Existing network verification languages (e.g., NetKAT) lack expressive power to model cyclic control flow, finite-state variables, nondeterminism, and explicit stack operations (e.g., push/pop), limiting precise verification of packet parsing, source routing, and programmable telemetry. This paper introduces StacKAT—the first network verification language supporting explicit stack manipulation and infinite-state modeling. Our approach integrates stack-machine semantics into a Kleene algebraic framework, enabling faithful representation of protocol-level stateful behaviors. Key contributions include: (1) a novel language design grounded in stack-machine semantics; (2) the first sound and complete axiomatization of stack-augmented Kleene algebra; and (3) a decidable equivalence-checking algorithm based on finite automata, capable of generating counterexamples. StacKAT overcomes fundamental expressiveness barriers of prior languages in modeling infinite-state network behaviors, providing both a rigorous theoretical foundation and practical tool support for end-to-end property verification of complex network protocols.

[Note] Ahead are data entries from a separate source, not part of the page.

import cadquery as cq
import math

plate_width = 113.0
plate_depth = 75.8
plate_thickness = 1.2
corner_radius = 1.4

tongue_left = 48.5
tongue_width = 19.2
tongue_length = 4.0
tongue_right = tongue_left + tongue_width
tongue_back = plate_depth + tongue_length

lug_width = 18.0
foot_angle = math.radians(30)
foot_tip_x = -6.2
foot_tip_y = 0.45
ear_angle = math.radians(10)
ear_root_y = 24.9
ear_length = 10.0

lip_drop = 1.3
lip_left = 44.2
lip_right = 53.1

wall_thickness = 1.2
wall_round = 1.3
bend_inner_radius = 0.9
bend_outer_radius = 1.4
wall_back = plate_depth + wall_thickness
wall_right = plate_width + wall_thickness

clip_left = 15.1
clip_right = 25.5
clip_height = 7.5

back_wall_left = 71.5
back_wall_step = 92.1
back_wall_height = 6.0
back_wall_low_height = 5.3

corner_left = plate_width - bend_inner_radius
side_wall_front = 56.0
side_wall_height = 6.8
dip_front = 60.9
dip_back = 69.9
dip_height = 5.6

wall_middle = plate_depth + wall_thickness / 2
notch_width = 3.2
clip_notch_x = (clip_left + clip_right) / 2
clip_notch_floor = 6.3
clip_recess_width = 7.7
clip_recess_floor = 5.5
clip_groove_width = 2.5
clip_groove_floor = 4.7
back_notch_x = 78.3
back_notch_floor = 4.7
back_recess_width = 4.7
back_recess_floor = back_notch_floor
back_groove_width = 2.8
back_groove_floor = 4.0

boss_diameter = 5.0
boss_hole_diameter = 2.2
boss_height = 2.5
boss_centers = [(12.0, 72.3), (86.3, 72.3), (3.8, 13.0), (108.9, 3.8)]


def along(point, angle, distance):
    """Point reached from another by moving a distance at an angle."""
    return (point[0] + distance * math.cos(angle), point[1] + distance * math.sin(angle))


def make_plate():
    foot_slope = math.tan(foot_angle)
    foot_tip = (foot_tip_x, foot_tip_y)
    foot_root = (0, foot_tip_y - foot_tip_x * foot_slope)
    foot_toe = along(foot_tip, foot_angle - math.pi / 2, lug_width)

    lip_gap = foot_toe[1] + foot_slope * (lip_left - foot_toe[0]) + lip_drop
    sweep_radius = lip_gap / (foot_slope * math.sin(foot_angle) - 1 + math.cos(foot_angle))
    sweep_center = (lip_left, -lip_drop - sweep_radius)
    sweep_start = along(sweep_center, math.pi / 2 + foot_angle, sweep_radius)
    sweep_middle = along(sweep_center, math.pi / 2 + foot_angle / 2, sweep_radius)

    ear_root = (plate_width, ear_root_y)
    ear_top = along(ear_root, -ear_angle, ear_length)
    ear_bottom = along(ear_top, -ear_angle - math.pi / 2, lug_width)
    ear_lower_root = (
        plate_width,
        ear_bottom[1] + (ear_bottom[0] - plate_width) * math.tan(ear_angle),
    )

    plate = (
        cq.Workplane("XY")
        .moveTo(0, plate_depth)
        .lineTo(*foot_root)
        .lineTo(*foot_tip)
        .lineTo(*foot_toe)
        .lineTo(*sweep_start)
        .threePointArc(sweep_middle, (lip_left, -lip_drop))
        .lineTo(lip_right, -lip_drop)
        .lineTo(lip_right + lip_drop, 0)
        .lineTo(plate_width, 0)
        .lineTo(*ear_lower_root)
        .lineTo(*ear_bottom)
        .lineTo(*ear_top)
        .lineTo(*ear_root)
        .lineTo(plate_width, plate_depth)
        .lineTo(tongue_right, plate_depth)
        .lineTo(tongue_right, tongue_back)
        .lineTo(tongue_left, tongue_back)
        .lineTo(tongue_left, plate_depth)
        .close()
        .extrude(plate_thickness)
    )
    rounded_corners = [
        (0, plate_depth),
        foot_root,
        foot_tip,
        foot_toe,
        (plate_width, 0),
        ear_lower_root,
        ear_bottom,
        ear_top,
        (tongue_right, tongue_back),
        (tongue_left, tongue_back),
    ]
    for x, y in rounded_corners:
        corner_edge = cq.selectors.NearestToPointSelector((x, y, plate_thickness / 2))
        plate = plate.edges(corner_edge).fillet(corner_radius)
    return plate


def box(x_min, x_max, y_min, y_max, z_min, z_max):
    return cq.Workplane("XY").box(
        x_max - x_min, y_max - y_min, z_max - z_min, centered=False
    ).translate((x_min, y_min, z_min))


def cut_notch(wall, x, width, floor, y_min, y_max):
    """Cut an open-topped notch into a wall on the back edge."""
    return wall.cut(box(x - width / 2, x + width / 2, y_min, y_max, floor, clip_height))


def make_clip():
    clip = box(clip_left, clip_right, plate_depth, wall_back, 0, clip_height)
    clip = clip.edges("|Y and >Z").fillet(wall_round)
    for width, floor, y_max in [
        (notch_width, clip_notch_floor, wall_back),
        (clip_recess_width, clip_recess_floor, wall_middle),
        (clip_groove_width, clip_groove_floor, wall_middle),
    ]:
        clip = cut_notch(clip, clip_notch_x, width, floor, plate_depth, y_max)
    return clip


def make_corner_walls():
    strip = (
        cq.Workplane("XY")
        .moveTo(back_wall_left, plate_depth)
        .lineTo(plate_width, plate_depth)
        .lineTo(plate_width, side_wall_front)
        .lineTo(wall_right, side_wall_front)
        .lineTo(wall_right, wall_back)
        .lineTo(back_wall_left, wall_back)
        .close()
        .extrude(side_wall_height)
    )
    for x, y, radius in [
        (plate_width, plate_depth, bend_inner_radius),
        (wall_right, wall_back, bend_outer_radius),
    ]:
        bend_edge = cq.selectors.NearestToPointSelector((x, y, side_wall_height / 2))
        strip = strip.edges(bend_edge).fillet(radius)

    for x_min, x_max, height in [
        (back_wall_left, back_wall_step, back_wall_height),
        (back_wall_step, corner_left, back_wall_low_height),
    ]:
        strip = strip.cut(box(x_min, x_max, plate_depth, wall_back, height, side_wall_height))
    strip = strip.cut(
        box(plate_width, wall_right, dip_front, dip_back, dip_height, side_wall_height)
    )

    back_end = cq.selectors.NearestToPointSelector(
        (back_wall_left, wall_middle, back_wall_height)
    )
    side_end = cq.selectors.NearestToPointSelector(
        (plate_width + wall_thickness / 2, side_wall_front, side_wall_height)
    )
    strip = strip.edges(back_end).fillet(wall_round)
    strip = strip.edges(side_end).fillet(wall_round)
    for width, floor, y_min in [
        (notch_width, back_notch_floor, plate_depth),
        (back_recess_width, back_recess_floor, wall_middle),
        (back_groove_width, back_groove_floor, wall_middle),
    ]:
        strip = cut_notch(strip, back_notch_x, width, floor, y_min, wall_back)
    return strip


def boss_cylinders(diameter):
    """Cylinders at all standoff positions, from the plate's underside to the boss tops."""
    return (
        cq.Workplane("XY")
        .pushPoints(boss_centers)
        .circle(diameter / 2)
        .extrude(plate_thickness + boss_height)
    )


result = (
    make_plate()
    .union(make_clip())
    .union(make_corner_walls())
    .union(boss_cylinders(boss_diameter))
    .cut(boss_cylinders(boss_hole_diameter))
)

We develop StacKAT, a network verification language featuring loops, finite state variables, nondeterminism, and---most importantly---access to a stack with accompanying push and pop operations. By viewing the variables and stack as the (parsed) headers and (to-be-parsed) contents of a network packet, StacKAT can express a wide range of network behaviors including parsing, source routing, and telemetry. These behaviors are difficult or impossible to model using existing languages like NetKAT. We develop a decision procedure for StacKAT program equivalence, based on finite automata. This decision procedure provides the theoretical basis for verifying network-wide properties and is able to provide counterexamples for inequivalent programs. Finally, we provide an axiomatization of StacKAT equivalence and establish its completeness.